Data entries:
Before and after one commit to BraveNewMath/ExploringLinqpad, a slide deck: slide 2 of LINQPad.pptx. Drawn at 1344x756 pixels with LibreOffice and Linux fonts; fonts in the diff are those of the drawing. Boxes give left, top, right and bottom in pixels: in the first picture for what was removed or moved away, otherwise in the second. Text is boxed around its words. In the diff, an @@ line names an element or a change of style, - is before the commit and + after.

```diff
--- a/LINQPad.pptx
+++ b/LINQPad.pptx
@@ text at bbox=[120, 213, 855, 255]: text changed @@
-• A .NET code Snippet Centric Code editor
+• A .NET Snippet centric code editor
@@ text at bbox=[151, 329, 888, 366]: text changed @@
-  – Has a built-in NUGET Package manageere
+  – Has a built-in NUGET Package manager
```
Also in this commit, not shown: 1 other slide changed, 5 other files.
--
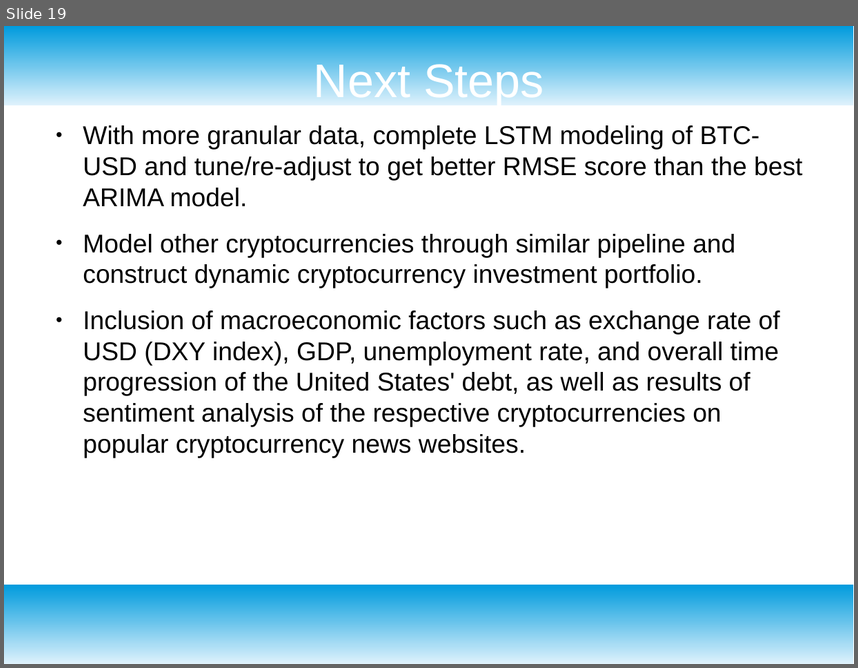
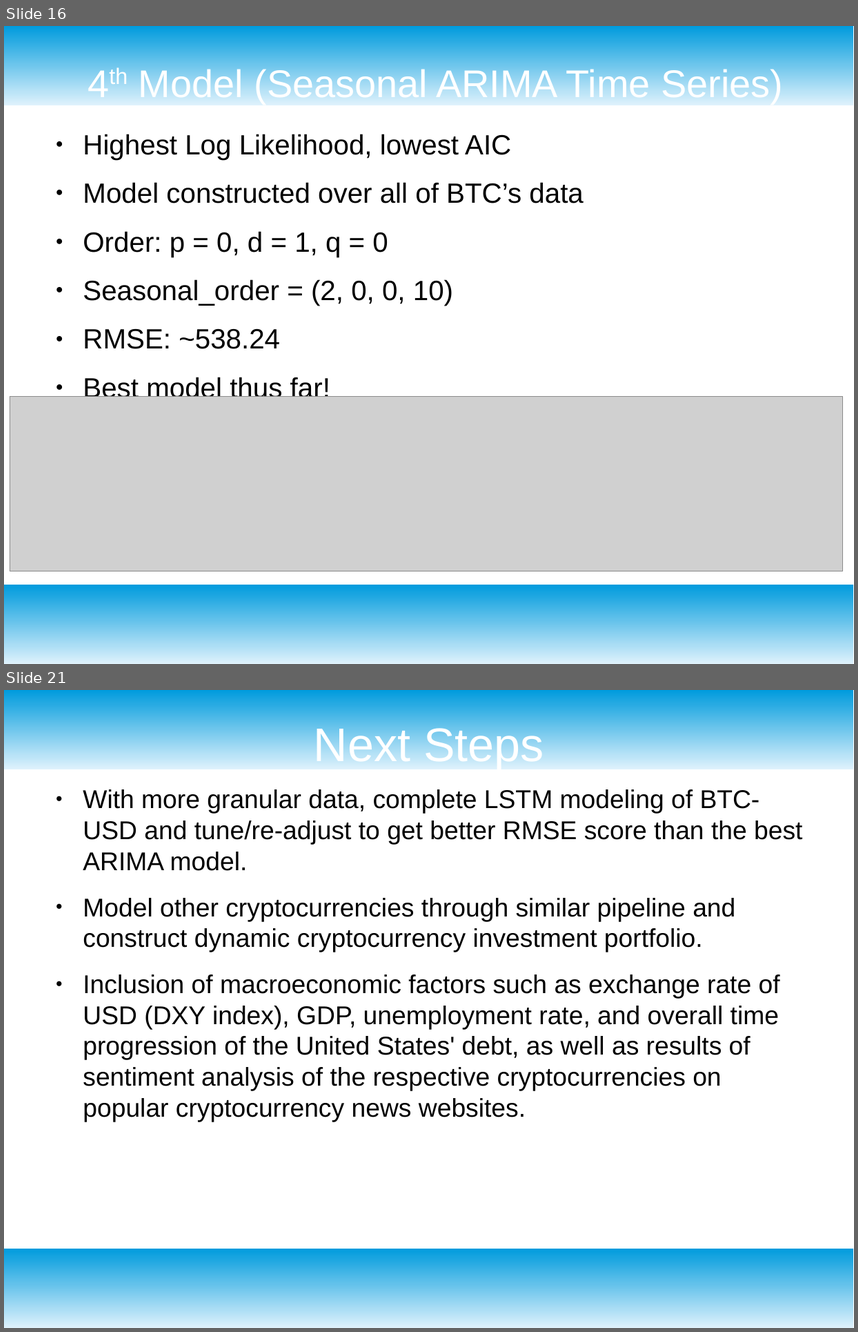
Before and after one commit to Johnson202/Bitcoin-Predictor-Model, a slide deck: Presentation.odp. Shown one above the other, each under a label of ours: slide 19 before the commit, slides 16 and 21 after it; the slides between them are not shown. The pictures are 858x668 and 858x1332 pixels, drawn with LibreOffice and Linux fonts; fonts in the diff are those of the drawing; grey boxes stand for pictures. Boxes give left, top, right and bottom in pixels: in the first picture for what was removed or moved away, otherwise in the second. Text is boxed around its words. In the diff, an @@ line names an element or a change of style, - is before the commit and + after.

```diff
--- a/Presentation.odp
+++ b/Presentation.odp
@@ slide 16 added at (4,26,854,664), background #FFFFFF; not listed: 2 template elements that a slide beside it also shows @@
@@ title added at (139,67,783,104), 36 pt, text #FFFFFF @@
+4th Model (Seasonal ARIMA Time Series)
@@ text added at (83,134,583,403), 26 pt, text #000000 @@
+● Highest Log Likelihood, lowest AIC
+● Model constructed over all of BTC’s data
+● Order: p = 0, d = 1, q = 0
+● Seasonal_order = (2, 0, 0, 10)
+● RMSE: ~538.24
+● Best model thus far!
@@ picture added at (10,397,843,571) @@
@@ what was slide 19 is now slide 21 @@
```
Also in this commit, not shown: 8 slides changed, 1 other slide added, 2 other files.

Your task :: Each line in the records above that contains the word "FFFFFF" must be copied.

Solution below ::
@@ slide 16 added at (4,26,854,664), background #FFFFFF; not listed: 2 template elements that a slide beside it also shows @@
@@ title added at (139,67,783,104), 36 pt, text #FFFFFF @@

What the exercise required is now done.